Sounds simple, I know. Only 20kms of gravel and the remaining 40kms are tarred. Mmm. Take a look at the GPS screen below...
This is the first part of the trip (we left home at 6:45); only 20kms. But it's 20kms of bone-shaking, teeth-rattling corrugated dirt. Now during wet season, we've had torrential rains and the surface sand has been washed away; what remains are exposed rocks, stones and pot-holes. And yes, that is how twisty the road is. You can see what we've covered by the purple squiggle on the left of the screen. Two kilometers and a series of small corners and already four hairpin bends behind us. This road is reknowned for it's sharp corners. There are 24 hairpin bends on this stretch of gravel. (I ticked them off in my notebook on the return trip). They are so sharp that as the vehicle approaches one, the GPS lady instructs the driver to turn sharply left or right!
We always meet trucks (many transporting fluorspar) on this pass. All are crawling up or down the mountain !
Grant's procurement manager, Christine and her eight-year-old daughter, Theresa travelled with us. They were going to spend the weekend at their family home in Eldoret. I asked Christine to show us the monkeys along the way. (I've posted about these before)
Near the top of the pass where the large trees were still intact, Christine called excitedly for Grant to stop. And there was the first reward of the journey!
A small troop of Blue monkeys. They are very shy and we were blessed that Christine was with us. We, the mzungus (Europeans/foreigners) would never has spotted this monkey in a tree about four-deep inside the forest . I apologize for the poor photo but I couldn't get the monkey in focus with all the branches and foliage between us. You can read more about the Blue monkeys here
We continued to crawl up the mountain pass. (Note the speed that we were travelling.) Although the road formation is visible, I wish the picture was in 3D. On the trip to Eldoret you climb and climb to the top of the mountain.
About three kilometers before the tarred road, Christine - now the self-appointed game guard - squealed for Grant to stop again. She had spotted the other monkeys I'd asked her to look out for. (I must add here: Christine is a self-confident, friendly outgoing lady; she chatted non-stop on the trip!)
A Colobus monkey (above) Even though I managed to get a clear photo of this monkey, who also sat in a tree deep in the bush, I couldn't capture the long white tail. You can read more about this [endangered] monkey here and here.
In Eldoret, Christine and the little girl left us and Grant and I continued with our shopping. Afterwards we had lunch at our favourite Indian restaurant and then it was time - time to venture down the mountain again.
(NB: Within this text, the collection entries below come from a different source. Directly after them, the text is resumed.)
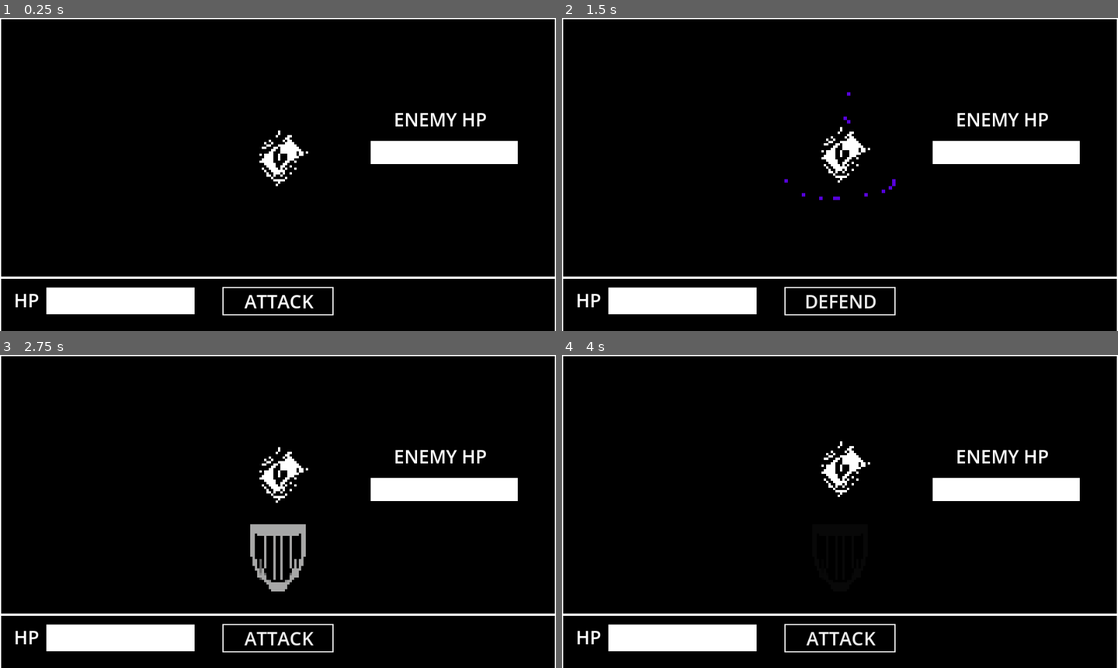
Above: before the commit, frames 1-4 (two rows, left to right).
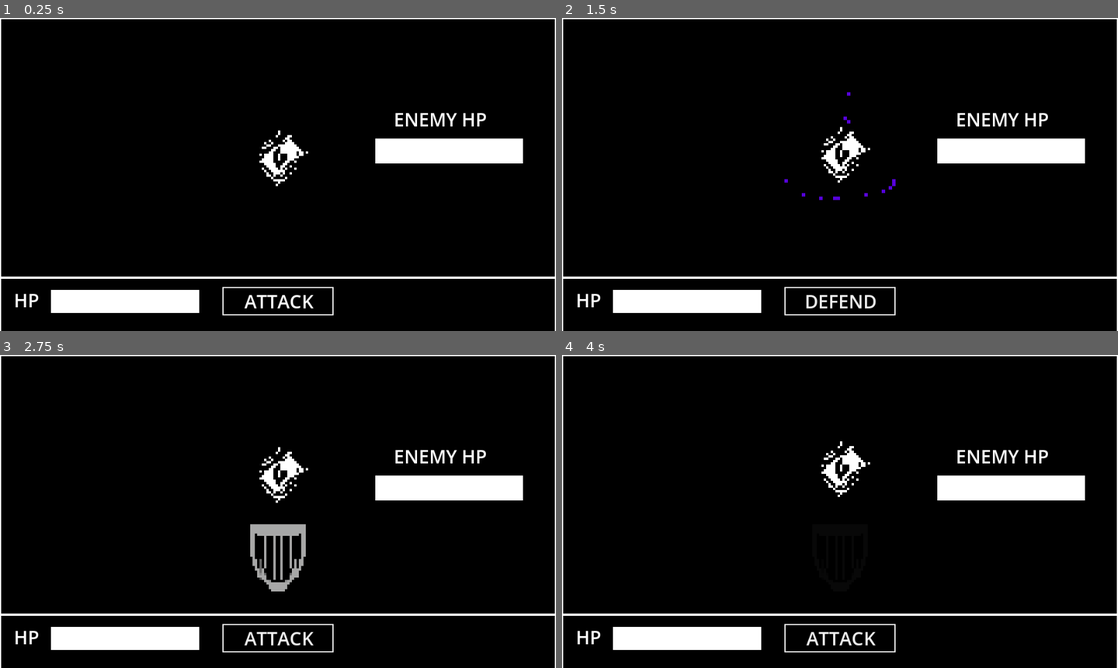
Above: after the commit, the same moments.

Repository: tjpalmer/darkvision
Game: Godot game, scene res://battle-engine/battle-engine.tscn
The game is run twice, just before and just after one commit, with the same random seed, the same clock (stepped at 60 frames per second) and the same inputs. This scene is started directly instead of the project's main scene.
Inputs:
- Up to frame 1 (0.25 s): no input
- Up to frame 2 (1.5 s): click "ATTACK" at 0.5 s; hold W (move_forward) from 1.28 s (still down)
- Up to frame 3 (2.75 s): release W (move_forward) at 2 s; click "DEFEND" at 2 s
- Up to frame 4 (4 s): hold W (move_forward) from 3.53 s (still down)

The runs differ from the first frame. In frame 1, 0.9% of the frame differs, in the area x 8-95%, y 38-95%; in frame 2, 0.9%; in frame 3, 0.9%; in frame 4, 0.9%.

Commit message:
player takes dmg

Diff:
--- a/battle-engine/battle-engine.tscn
+++ b/battle-engine/battle-engine.tscn
@@ -167,18 +167,19 @@
 script = ExtResource("6_ct57k")
 
 [node name="PlayerHealthBar" parent="." unique_id=1631433104 instance=ExtResource("7_ct57k")]
-offset_left = 80.0
-offset_top = 488.0
-offset_right = 80.0
-offset_bottom = 488.0
+offset_left = 88.00001
+offset_top = 509.0
+offset_right = 128.01431
+offset_bottom = 543.0703
 scale = Vector2(6.39771, -1.1740428)
 
 [node name="EnemyHealthBar" parent="." unique_id=207078053 instance=ExtResource("7_ct57k")]
-offset_left = 640.0
-offset_top = 232.0
-offset_right = 640.0
-offset_bottom = 232.0
-scale = Vector2(6.36, 1)
+custom_minimum_size = Vector2(100, 100)
+offset_left = 648.0
+offset_top = 208.0
+offset_right = 748.0
+offset_bottom = 308.0
+scale = Vector2(2.5489182, 0.4266063)
 
 [node name="PlayerLabelHp" type="Label" parent="." unique_id=1349741756]
 offset_left = 24.0
@@ -196,4 +197,5 @@
 theme_override_font_sizes/font_size = 32
 text = "ENEMY HP"
 
+[connection signal="damage_player" from="Enemy" to="." method="_on_enemy_damage_player"]
 [connection signal="animation_finished" from="PlayerAttackSprite" to="PlayerAttackSprite" method="_on_animation_finished"]
--- a/battle-engine/battle_engine.gd
+++ b/battle-engine/battle_engine.gd
@@ -27,3 +27,7 @@
 		_init_battle()
 
 		has_init = true
+
+
+func _on_enemy_damage_player(amount: int) -> void:
+	player_healthbar.damage(amount)
--- a/battle-engine/enemy.gd
+++ b/battle-engine/enemy.gd
@@ -13,8 +13,9 @@
 var attack_speed: float = 7.0
 var time_between_decisions: float = 4.0 # in seconds
 
+signal damage_player(amount: int)
 
-var attack_damage: float = 2.0
+var attack_damage: float = 8.0
 var health: float = 10.0
 
 @onready var sprite: AnimatedSprite2D = $AnimatedSprite2D
@@ -79,7 +80,7 @@
 	# If attack is a one-shot animation, when it finishes return to idle.
 	# Make sure the AnimatedSprite2D's "attack" animation is non-looping.
 	if not sprite.is_playing():
-		# here damage the player
+		damage_player.emit(attack_damage)
 		#print("DAMAGE TO PLAYER")
 		sprite.reset_amplitude()
 		sprite.reset_speed()
--- a/globals/player-stats.gd
+++ b/globals/player-stats.gd
@@ -8,6 +8,7 @@
 var level: int = 1
 var experience: int = 0
 var mask_pieces: int = 0
+var attack_damage: float = 6.0
 
 # Convenience helpers
 func heal(amount: int):
--- a/scenes/healthbar/HealthBar.tscn
+++ b/scenes/healthbar/HealthBar.tscn
@@ -13,21 +13,17 @@
 
 [node name="Background" type="ColorRect" parent="." unique_id=678113141]
 layout_mode = 1
-anchors_preset = 4
-anchor_top = 0.5
-anchor_bottom = 0.5
-offset_top = -20.0
-offset_right = 40.0
-offset_bottom = 20.0
+anchors_preset = 15
+anchor_right = 1.0
+anchor_bottom = 1.0
+grow_horizontal = 2
 grow_vertical = 2
 color = Color(0.23392546, 0.23392546, 0.23392543, 1)
 
 [node name="Fill" type="ColorRect" parent="." unique_id=1396796272]
 layout_mode = 1
-anchors_preset = 4
-anchor_top = 0.5
-anchor_bottom = 0.5
-offset_top = -20.0
-offset_right = 40.0
-offset_bottom = 20.0
+anchors_preset = 15
+anchor_right = 1.0
+anchor_bottom = 1.0
+grow_horizontal = 2
 grow_vertical = 2

Rutted, stony and hard on the body but even going down the trip had its rewards. Apart from many little brown birds, which I would have loved to stop and check properly, we saw Robin-chats, a Beautiful Sunbird, a White-fronted Go-away bird, an African Paradise-flycatcher, a flock of Rufous Chatters, a variety of pigeons and, for both of us, a lifer!
A White-eyed Slaty-flycatcher
Heading south and east down the mountain into the valley
Hairpin bend no 18 on the way down the pass. There are 24 hairpin bends along the 20km mountain pass
One of the last hairpin bends before we reached the boom gate entrance to the camp
We arrived home at 2.15. Another shopping trip to Eldoret behind us!